# Duo Nano Journal (56k Warning) Updated 12/21/2005



## random_alias (Jun 28, 2005)

Wish they were here.



Looking foward to seeing the directions you take with these little guys...and the equipment you use.

Thanks for posting the pic of the diffuser in the tank. I was wondering how the minis from AquaForest looked in small tanks.


----------



## Marc (Oct 13, 2004)

RA- I like the direction your nano tank is going.

I like the diffuser- but I'm hesitant to keep it in there. I'd rather save room for plants and scape.


----------



## random_alias (Jun 28, 2005)

Yeah, everything looks huge in tanks that small. Gonna be a challenge. Any little object in the tank really distracts because the eye easily takes in everything at once. It isn't like a 4 footer where your focus has to travel to see the diffuser hidden away in the corner. Nanos are a physical impossibilities. They are cubes that don't have corners  Nowhere to hide.
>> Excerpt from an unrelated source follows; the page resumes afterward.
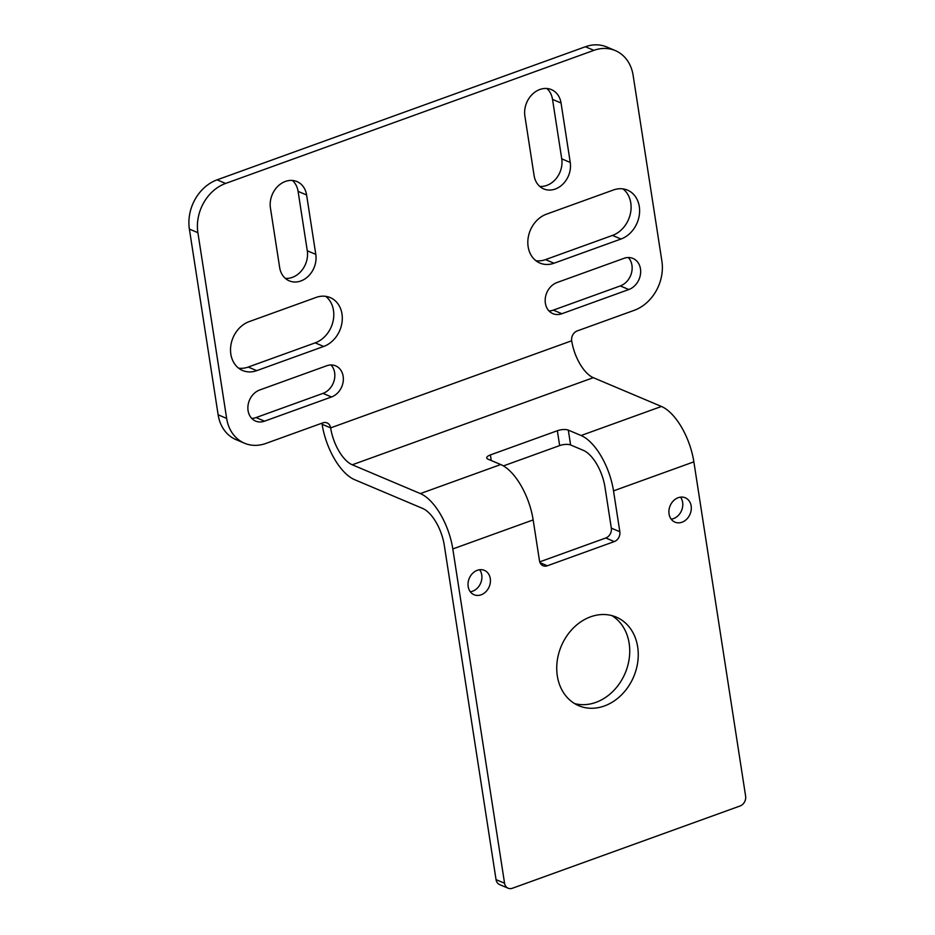 <?xml version="1.0" encoding="UTF-8"?>
<svg xmlns="http://www.w3.org/2000/svg" width="935" height="935" viewBox="0 0 935 935"><rect width="100%" height="100%" fill="white"/><g stroke="black" fill="none" stroke-linecap="round" stroke-linejoin="round"><path stroke-width="1.4" d="M468.178 586.549A13.23 10.811 -67.1 0 1 472.607 573.354A13.23 10.811 -67.1 0 1 484.377 570.362A13.23 10.811 -67.1 0 1 490.279 578.555A13.23 10.811 -67.1 0 1 485.849 591.75A13.23 10.811 -67.1 0 1 474.08 594.742A13.23 10.811 -67.1 0 1 468.178 586.549M470.317 591.761A13.23 10.811 112.9 0 0 481.759 574.955A13.23 10.811 112.9 0 0 479.62 569.742M669.051 513.946A13.23 10.811 -67.1 0 1 673.481 500.763A13.23 10.811 -67.1 0 1 685.25 497.771A13.23 10.811 -67.1 0 1 691.152 505.964A13.23 10.811 -67.1 0 1 686.722 519.159A13.23 10.811 -67.1 0 1 674.953 522.139A13.23 10.811 -67.1 0 1 669.051 513.946M671.19 519.17A13.23 10.811 112.9 0 0 682.644 502.364A13.23 10.811 112.9 0 0 680.505 497.139M557.318 675.912A48.106 39.305 -67.1 0 1 573.412 627.958A48.106 39.305 -67.1 0 1 616.223 617.088A48.106 39.305 -67.1 0 1 637.67 646.88A48.106 39.305 -67.1 0 1 621.565 694.834A48.106 39.305 -67.1 0 1 578.753 705.703A48.106 39.305 -67.1 0 1 557.318 675.912M574.628 703.599A48.106 39.305 112.9 0 0 614.949 689.247A48.106 39.305 112.9 0 0 629.15 643.28A48.106 39.305 112.9 0 0 611.829 615.604M568.305 430.112L581.079 435.511A48.106 22.113 70.1 0 1 601.158 456.198A48.106 22.113 70.1 0 1 613.512 490.875L619.835 531.734L611.326 528.135L605.003 487.275A32.071 14.75 -109.9 0 0 596.764 464.157A32.071 14.75 -109.9 0 0 583.37 450.366L570.607 444.966L568.305 430.112A8.018 2.793 -8.8 0 0 563.337 429.551A8.018 2.793 -8.8 0 0 557.353 430.731L559.656 445.586A8.018 2.793 171.2 0 1 565.628 444.406A8.018 2.793 171.2 0 1 570.607 444.966M496.053 879.648L444.3 545.35A32.071 14.75 -109.9 0 0 436.061 522.233A32.071 14.75 -109.9 0 0 422.667 508.441L354.564 479.655A48.106 22.113 70.1 0 1 334.485 458.956A48.106 22.113 70.1 0 1 322.119 424.28L330.639 427.879A32.071 14.75 -109.9 0 0 338.879 450.997A32.071 14.75 -109.9 0 0 352.261 464.788L420.376 493.587A48.106 22.113 70.1 0 1 440.455 514.273A48.106 22.113 70.1 0 1 452.809 548.95L504.561 883.236L496.053 879.648A8.018 6.557 112.9 0 0 498.822 884.183A8.018 6.557 112.9 0 0 499.629 884.603L508.137 888.203A8.018 6.557 -67.1 0 1 507.343 887.783A8.018 6.557 -67.1 0 1 504.561 883.236M613.512 490.875L693.863 461.843A48.106 22.113 -109.9 0 0 681.51 427.166A48.106 22.113 -109.9 0 0 661.431 406.468L593.316 377.682A32.071 14.75 70.1 0 1 579.934 363.89A32.071 14.75 70.1 0 1 571.694 340.772L330.639 427.879A8.018 6.557 112.9 0 0 327.858 423.333A8.018 6.557 112.9 0 0 327.063 422.912A8.018 6.557 112.9 0 0 322.797 422.877L265.879 443.435A40.088 32.76 112.9 0 1 244.514 443.225L236.006 439.625A40.088 32.76 112.9 0 1 218.135 414.801L189.384 229.087A40.088 32.76 112.9 0 1 217.107 179.836L585.392 46.75A40.088 32.76 112.9 0 1 606.745 46.972L615.265 50.572A40.088 32.76 112.9 0 0 593.9 50.35L585.392 46.75M611.326 528.135A8.018 6.557 -67.1 0 1 610.181 534.095A8.018 6.557 -67.1 0 1 605.787 537.987L614.295 541.587L547.337 565.78A8.018 6.557 112.9 0 1 543.06 565.733A8.018 6.557 112.9 0 1 542.265 565.313A8.018 6.557 112.9 0 1 539.483 560.778L533.16 519.918A48.106 22.113 -109.9 0 0 520.807 485.242A48.106 22.113 -109.9 0 0 500.728 464.543L487.953 459.143A8.018 2.793 -8.8 0 1 486.726 457.951A8.018 2.793 -8.8 0 1 486.901 457.168A8.018 2.793 -8.8 0 1 490.396 454.924L557.353 430.731M693.863 461.843L745.616 796.129A8.018 6.557 -67.1 0 1 744.47 802.09A8.018 6.557 -67.1 0 1 740.076 805.982L512.403 888.25A8.018 6.557 -67.1 0 1 508.137 888.203M615.265 50.572A40.088 32.76 112.9 0 1 633.135 75.396L661.887 261.11A40.088 32.76 112.9 0 1 634.152 310.35L577.234 330.92A8.018 6.557 112.9 0 0 572.839 334.8A8.018 6.557 112.9 0 0 571.694 340.772M321.874 423.204A8.018 6.557 -67.1 0 1 322.119 424.28M614.295 541.587A8.018 6.557 112.9 0 0 618.689 537.695A8.018 6.557 112.9 0 0 619.835 531.734M539.74 561.853L605.787 537.987M559.656 445.586L503.416 465.91M238.612 368.145A26.46 21.622 112.9 0 0 248.219 367.058L315.177 342.865A26.46 21.622 112.9 0 0 333.035 321.348A26.46 21.622 112.9 0 0 325.707 296.337M251.702 418.377A16.842 13.756 112.9 0 0 256.038 417.571L322.996 393.378A16.842 13.756 112.9 0 0 334.099 380.709A16.842 13.756 112.9 0 0 331.013 364.966M285.327 278.373A21.645 17.683 112.9 0 0 307.288 250.79L298.09 191.371A21.645 17.683 112.9 0 0 292.398 180.455M549.009 310.934A16.842 13.756 112.9 0 0 553.333 310.128L620.291 285.935A16.842 13.756 112.9 0 0 631.405 273.277A16.842 13.756 112.9 0 0 628.308 257.522M535.919 260.713A26.46 21.622 112.9 0 0 545.514 259.614L612.472 235.421A26.46 21.622 112.9 0 0 630.342 213.905A26.46 21.622 112.9 0 0 623.002 188.893M539.775 186.416A21.645 17.683 112.9 0 0 561.736 158.845L552.538 99.414A21.645 17.683 112.9 0 0 546.846 88.498M534.084 175.511L524.886 116.08A21.645 17.683 -67.1 0 1 532.132 94.493A21.645 17.683 -67.1 0 1 551.393 89.608A21.645 17.683 -67.1 0 1 561.047 103.014L570.245 162.445A21.645 17.683 -67.1 0 1 562.999 184.02A21.645 17.683 -67.1 0 1 543.738 188.917A21.645 17.683 -67.1 0 1 534.084 175.511M546.437 214.185L613.395 189.992A26.46 21.622 -67.1 0 1 627.502 190.132A26.46 21.622 -67.1 0 1 639.353 214.734A26.46 21.622 -67.1 0 1 620.992 239.021L554.034 263.214A26.46 21.622 -67.1 0 1 539.927 263.074A26.46 21.622 -67.1 0 1 528.076 238.472A26.46 21.622 -67.1 0 1 546.437 214.185M561.853 313.728A16.842 13.756 -67.1 0 1 552.877 313.634A16.842 13.756 -67.1 0 1 545.339 297.985A16.842 13.756 -67.1 0 1 557.015 282.534L623.984 258.329A16.842 13.756 -67.1 0 1 632.948 258.422A16.842 13.756 -67.1 0 1 640.498 274.084A16.842 13.756 -67.1 0 1 628.811 289.534L561.853 313.728L553.333 310.128M306.598 194.971L315.796 254.39A21.645 17.683 -67.1 0 1 308.55 275.977A21.645 17.683 -67.1 0 1 289.289 280.862A21.645 17.683 -67.1 0 1 279.647 267.457L270.437 208.037A21.645 17.683 -67.1 0 1 277.683 186.451A21.645 17.683 -67.1 0 1 296.956 181.565A21.645 17.683 -67.1 0 1 306.598 194.971L298.09 191.371M259.72 389.977L326.677 365.772A16.842 13.756 -67.1 0 1 335.653 365.865A16.842 13.756 -67.1 0 1 343.192 381.515A16.842 13.756 -67.1 0 1 331.504 396.978L264.547 421.171A16.842 13.756 -67.1 0 1 255.582 421.077A16.842 13.756 -67.1 0 1 248.032 405.428A16.842 13.756 -67.1 0 1 259.72 389.977M249.142 321.628L316.1 297.435A26.46 21.622 -67.1 0 1 330.195 297.575A26.46 21.622 -67.1 0 1 342.046 322.178A26.46 21.622 -67.1 0 1 323.685 346.464L256.728 370.657A26.46 21.622 -67.1 0 1 242.632 370.517A26.46 21.622 -67.1 0 1 230.781 345.915A26.46 21.622 -67.1 0 1 249.142 321.628M593.9 50.35L225.627 183.435A40.088 32.76 112.9 0 0 197.893 232.686L226.644 418.401A40.088 32.76 112.9 0 0 244.514 443.225M500.728 464.543L420.376 493.587M661.431 406.468L581.079 435.511M491.261 460.546L490.396 454.924M547.337 565.78L540.056 562.706M352.261 464.788L593.316 377.682M452.809 548.95L533.16 519.918M561.047 103.014L552.538 99.414M570.245 162.445L561.736 158.845M620.992 239.021L612.472 235.421M554.034 263.214L545.514 259.614M628.811 289.534L620.291 285.935M315.796 254.39L307.288 250.79M264.547 421.171L256.038 417.571M331.504 396.978L322.996 393.378M256.728 370.657L248.219 367.058M323.685 346.464L315.177 342.865M197.893 232.686L189.384 229.087M225.627 183.435L217.107 179.836M226.644 418.401L218.135 414.801"/></g></svg>

Tom was talking about some cheap superfine airstones that supposedly work really well for Co2 diffusion, better than Co2 discs apparently. They offer them in really small sizes like 1.5" x .5" for $1.70. I might try a couple of those. Dunno if you have to subscribe to view this or not but I'll link his original comments anyway: http://www.barrreport.com/forums/showthread.php?t=1275 .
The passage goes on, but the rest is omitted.